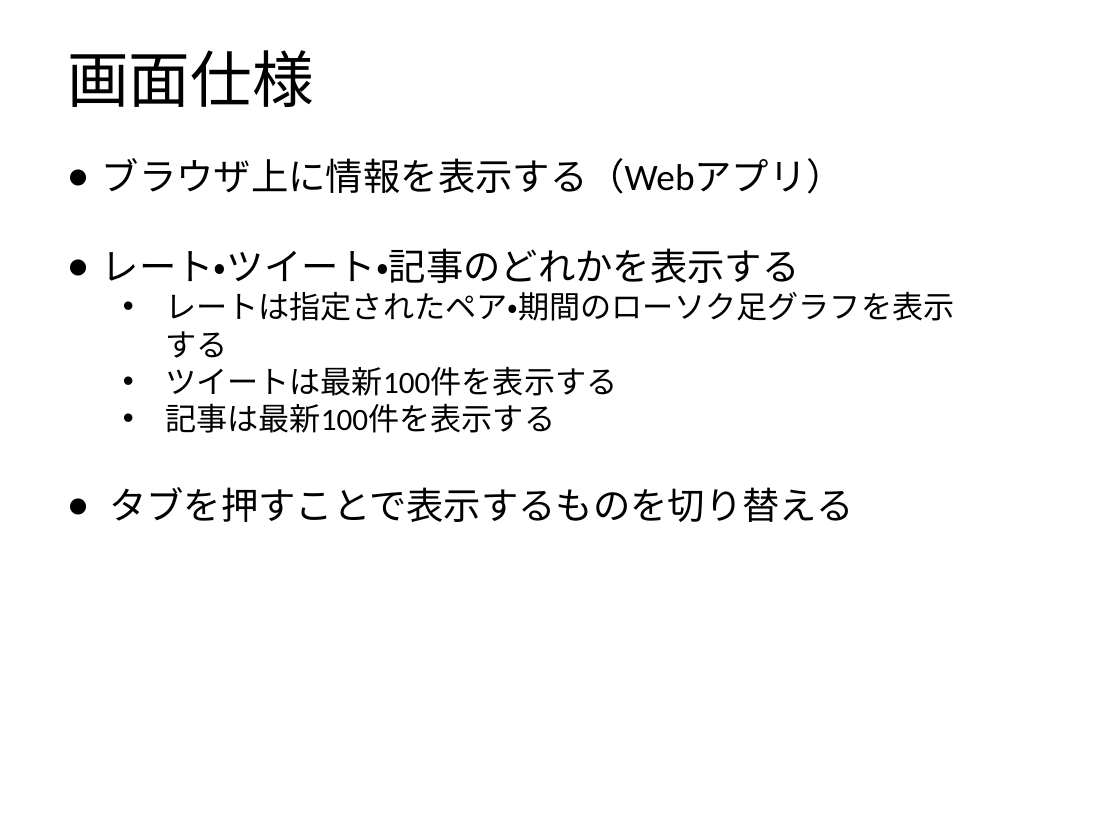
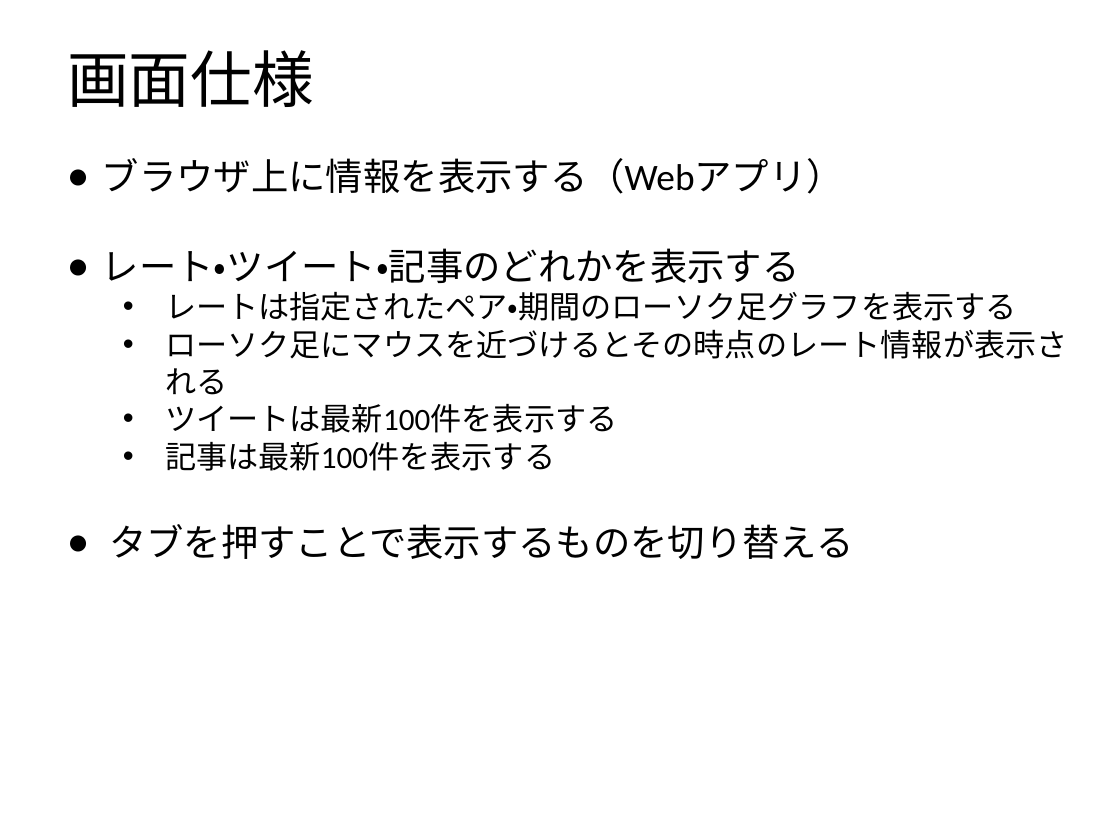
Before and after one commit to Leonis0813/chort, a slide deck: slide 2 of regulus/interface/ui.pptx. Drawn at 1120x840 pixels with LibreOffice and Linux fonts; fonts in the diff are those of the drawing. Boxes give left, top, right and bottom in pixels: in the first picture for what was removed or moved away, otherwise in the second. Text is boxed around its words. In the diff, an @@ line names an element or a change of style, - is before the commit and + after.

```diff
--- a/regulus/interface/ui.pptx
+++ b/regulus/interface/ui.pptx
@@ text at box(165, 329, 1068, 395): paragraph added @@
+  • ローソク足にマウスを近づけるとその時点のレート情報が表示される
```
Also in this commit, not shown: 2 other slides changed, 6 other files.
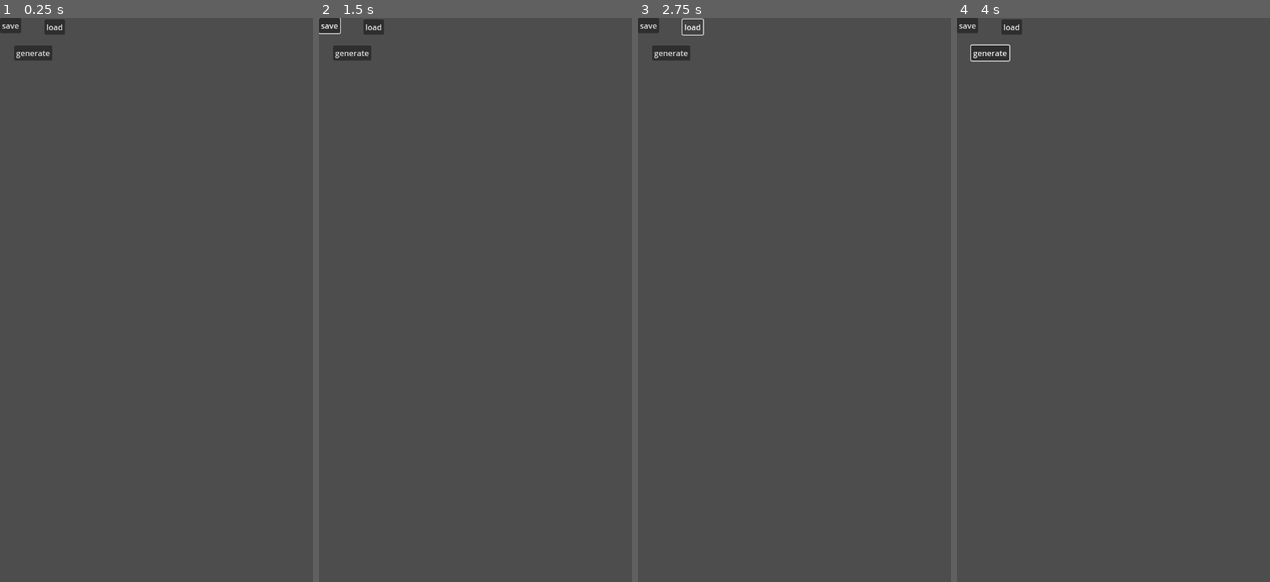
Above: before the commit, frames 1-4 (left to right).
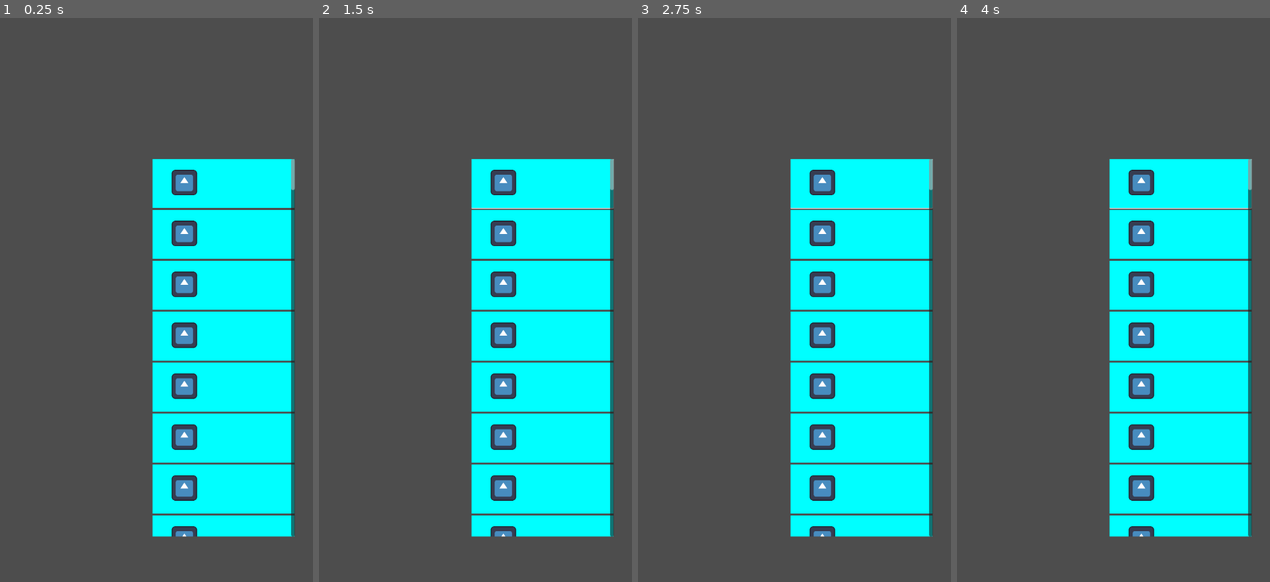
Above: after the commit, the same moments.

Repository: duonghieu7104/story_game
Game: Godot game, scene res://Main_scene/scene/Player_main_scene.tscn
Two runs of this game, one before a commit and one after it. Both use one fixed random seed, a clock stepped at 60 frames per second and the inputs below. The engine's default icon, where the game draws it, is replaced by a stand-in: a white triangle on a blue panel in a dark square.
Inputs (mouse positions are in pixels of both pictures, inside the frame that each line leads up to):
- Up to frame 1 (0.25 s): no input
- Up to frame 2 (1.5 s): click (328, 23) at 0.5 s, where only the run before the commit has a clickable "save"; click (541, 181) at 1.27 s
- Up to frame 3 (2.75 s): click (691, 29) at 2 s, where only the run before the commit has a clickable "load"
- Up to frame 4 (4 s): click (991, 51) at 2.75 s, where only the run before the commit has a clickable "generate"; click (1179, 181) at 3.52 s

The runs differ from the first frame. In frame 1, 29% of the frame differs, in the area x 0-95%, y 0-92%; in frame 2, 29%; in frame 3, 29%; in frame 4, 29%.

Commit message:
ui inventory update

Diff:
--- /dev/null
+++ b/Inventory/scene/equip_box.tscn
@@ -0,0 +1,41 @@
+[gd_scene load_steps=3 format=3 uid="uid://hewj8a7nucgo"]
+
+[ext_resource type="Script" path="res://Inventory/script/equip_box.gd" id="1_aayce"]
+[ext_resource type="Texture2D" uid="uid://dserbs8ca8osp" path="res://icon.svg" id="1_kyrvv"]
+
+[node name="equip_box" type="Control"]
+custom_minimum_size = Vector2(290, 100)
+layout_mode = 3
+anchors_preset = 15
+anchor_right = 1.0
+anchor_bottom = 1.0
+offset_right = -350.0
+offset_bottom = -1052.0
+grow_horizontal = 2
+grow_vertical = 2
+script = ExtResource("1_aayce")
+
+[node name="ColorRect" type="ColorRect" parent="."]
+layout_mode = 1
+anchors_preset = 15
+anchor_right = 1.0
+anchor_bottom = 1.0
+grow_horizontal = 2
+grow_vertical = 2
+color = Color(0, 1, 1, 1)
+
+[node name="Sprite2D" type="Sprite2D" parent="."]
+position = Vector2(65, 48)
+scale = Vector2(0.4, 0.4)
+texture = ExtResource("1_kyrvv")
+
+[node name="Button" type="Button" parent="."]
+layout_mode = 1
+anchors_preset = 15
+anchor_right = 1.0
+anchor_bottom = 1.0
+grow_horizontal = 2
+grow_vertical = 2
+flat = true
+
+[connection signal="pressed" from="Button" to="." method="_on_button_pressed"]
--- a/Inventory/script/Inventory.gd
+++ /dev/null
@@ -1,14 +0,0 @@
-extends Resource
-
-class_name Inventory
-
-@export var inventory = []
-
-#them iteam vao list
-func add_item_to_Inventory(item):
-	inventory.append(item)
-
-#tao iteam
-func generate_item(type : String, key : String, value : int):
-	var new_item = Item.new(type, key, value)
-	add_item_to_Inventory(new_item)
--- /dev/null
+++ b/Inventory/script/Inventory_weapon.gd
@@ -0,0 +1,23 @@
+extends Resource
+
+class_name Inventory_weapon
+
+@export var inventory_weapon = []
+@export var list_equip = []
+
+var dict_select_equip : Dictionary = {
+	"slot1" : 0,
+	"slot2" : 0,
+	"slot3" : 0,
+	"slot4" : 0,
+	"slot5" : 0,
+}
+
+#them iteam vao list
+func add_item_to_Inventory(item):
+	inventory_weapon.append(item)
+
+#tao iteam
+func generate_item(type : String, key1 : String, value1 : int, key2 : String, value2 : int):
+	var new_item = Weapon.new(type, key1, value1, key2, value2)
+	add_item_to_Inventory(new_item)
--- /dev/null
+++ b/Inventory/script/equip_box.gd
@@ -0,0 +1,13 @@
+extends Control
+
+@export var id : int
+
+func _ready():
+	pass
+
+func _process(delta):
+	pass
+
+
+func _on_button_pressed():
+	print("1")
--- a/Iteam/Item.gd
+++ /dev/null
@@ -1,9 +0,0 @@
-extends Resource
-
-class_name Item
-
-@export var type : String
-@export var stats : Dictionary = {}
-
-func _init(type : String, key : String, value : int):
-	stats[key] = value
--- /dev/null
+++ b/Iteam/Weapon.gd
@@ -0,0 +1,10 @@
+extends Resource
+
+class_name Weapon
+
+@export var type : String
+@export var stats : Dictionary = {}
+
+func _init(type : String, key1 : String, value1 : int, key2 : String, value2 : int):
+	stats[key1] = value1
+	stats[key2] = value2
--- a/Main_scene/scene/Player_main_scene.tscn
+++ b/Main_scene/scene/Player_main_scene.tscn
@@ -1,6 +1,7 @@
-[gd_scene load_steps=2 format=3 uid="uid://dmx4ncm8ccrvp"]
+[gd_scene load_steps=3 format=3 uid="uid://dmx4ncm8ccrvp"]
 
 [ext_resource type="Script" path="res://Main_scene/script/Player_main_scene.gd" id="1_c2k32"]
+[ext_resource type="PackedScene" uid="uid://hewj8a7nucgo" path="res://Inventory/scene/equip_box.tscn" id="2_1krrt"]
 
 [node name="Player_main_scene" type="Control"]
 layout_mode = 3
@@ -11,29 +12,45 @@
 grow_vertical = 2
 script = ExtResource("1_c2k32")
 
-[node name="save" type="Button" parent="."]
+[node name="change_scene" type="HBoxContainer" parent="."]
+layout_mode = 1
+anchors_preset = 15
+anchor_right = 1.0
+anchor_bottom = 1.0
+offset_top = 379.0
+offset_bottom = -694.0
+grow_horizontal = 2
+grow_vertical = 2
+
+[node name="main_scene" type="Control" parent="."]
+layout_mode = 1
+anchors_preset = 15
+anchor_right = 1.0
+anchor_bottom = 1.0
+offset_top = 301.0
+grow_horizontal = 2
+grow_vertical = 2
+
+[node name="Inventory" type="Control" parent="main_scene"]
+layout_mode = 1
+anchors_preset = 15
+anchor_right = 1.0
+anchor_bottom = 1.0
+grow_horizontal = 2
+grow_vertical = 2
+
+[node name="ScrollContainer" type="ScrollContainer" parent="main_scene/Inventory"]
 layout_mode = 0
-offset_right = 8.0
-offset_bottom = 8.0
-text = "save"
+offset_left = 312.0
+offset_top = -13.0
+offset_right = 603.0
+offset_bottom = 758.0
 
-[node name="load" type="Button" parent="."]
-layout_mode = 0
-offset_left = 91.0
-offset_top = 3.0
-offset_right = 133.0
-offset_bottom = 34.0
-text = "load"
+[node name="VBoxContainer" type="VBoxContainer" parent="main_scene/Inventory/ScrollContainer"]
+layout_mode = 2
 
-[node name="Button" type="Button" parent="."]
-layout_mode = 0
-offset_left = 29.0
-offset_top = 56.0
-offset_right = 107.0
-offset_bottom = 87.0
-text = "generate
-"
+[node name="equip_box" parent="main_scene/Inventory/ScrollContainer/VBoxContainer" instance=ExtResource("2_1krrt")]
+layout_mode = 2
 
-[connection signal="pressed" from="save" to="." method="_on_save_pressed"]
-[connection signal="pressed" from="load" to="." method="_on_load_pressed"]
-[connection signal="pressed" from="Button" to="." method="_on_button_pressed"]
+[node name="equip_box2" parent="main_scene/Inventory/ScrollContainer/VBoxContainer" instance=ExtResource("2_1krrt")]
+layout_mode = 2
--- a/Main_scene/script/Player_main_scene.gd
+++ b/Main_scene/script/Player_main_scene.gd
@@ -1,23 +1,12 @@
 extends Control
 
-var inventory = Inventory.new()
-var save_file_path = "user://save_"
-var save_file_name = "inventory.tres"
+@onready var ui_inventory = $main_scene/Inventory/ScrollContainer/VBoxContainer
+var box_weapon = preload("res://Inventory/scene/equip_box.tscn")
 
 func _ready():
-	pass
+	for i in 100:
+		var instantiate = box_weapon.instantiate()
+		ui_inventory.add_child(instantiate)
 
 func _process(delta):
 	pass
-
-
-func _on_button_pressed():
-	inventory.generate_item("kiem", "atk", 5)
-
-
-func _on_save_pressed():
-	ResourceSaver.save(inventory, save_file_path + save_file_name)
-
-
-func _on_load_pressed():
-	inventory = ResourceLoader.load(save_file_path + save_file_name).duplicate(true)
--- /dev/null
+++ b/PlayerData.gd
@@ -0,0 +1,22 @@
+extends Node
+
+#file path
+var save_file_path = "user://save_"
+var save_file_name_inventory = "inventory.tres"
+var save_file_name_stats = "stats.tres"
+
+var inventory = Inventory_weapon.new()
+var stats = Stats.new()
+
+func generate_item():
+	inventory.generate_item("dual_sword", "atk", 5, "heavy", 10)
+
+func save_data():
+	ResourceSaver.save(inventory, save_file_path + save_file_name_inventory)
+
+func load_data():
+	inventory = ResourceLoader.load(save_file_path + save_file_name_inventory).duplicate(true)
+
+func reload_stats():
+	pass
+	stats.hp += stats.health * 10
--- /dev/null
+++ b/States/script/Stats.gd
@@ -0,0 +1,19 @@
+extends Resource
+
+class_name Stats
+
+#Stats no equip
+@export var hp : int = 20
+@export var mana : int = 10
+@export var atk : int = 5
+@export var s_atk : int = 0
+@export var def : int = 5
+@export var spd : int
+@export var crichange : int = 10
+@export var cridamge : int = 10
+
+#Stats point
+@export var health : int
+@export var strength : int
+@export var intelligence : int
+@export var agility : int
--- a/project.godot
+++ b/project.godot
@@ -14,6 +14,10 @@
 run/main_scene="res://Main_scene/scene/Player_main_scene.tscn"
 config/features=PackedStringArray("4.1", "Mobile")
 config/icon="res://icon.svg"
+
+[autoload]
+
+PlayerData="*res://PlayerData.gd"
 
 [display]
########################################
**Assignment**
Every line containing the word "instance" should be copied from the material.

**Output of the task**
+[node name="equip_box" parent="main_scene/Inventory/ScrollContainer/VBoxContainer" instance=ExtResource("2_1krrt")]
+[node name="equip_box2" parent="main_scene/Inventory/ScrollContainer/VBoxContainer" instance=ExtResource("2_1krrt")]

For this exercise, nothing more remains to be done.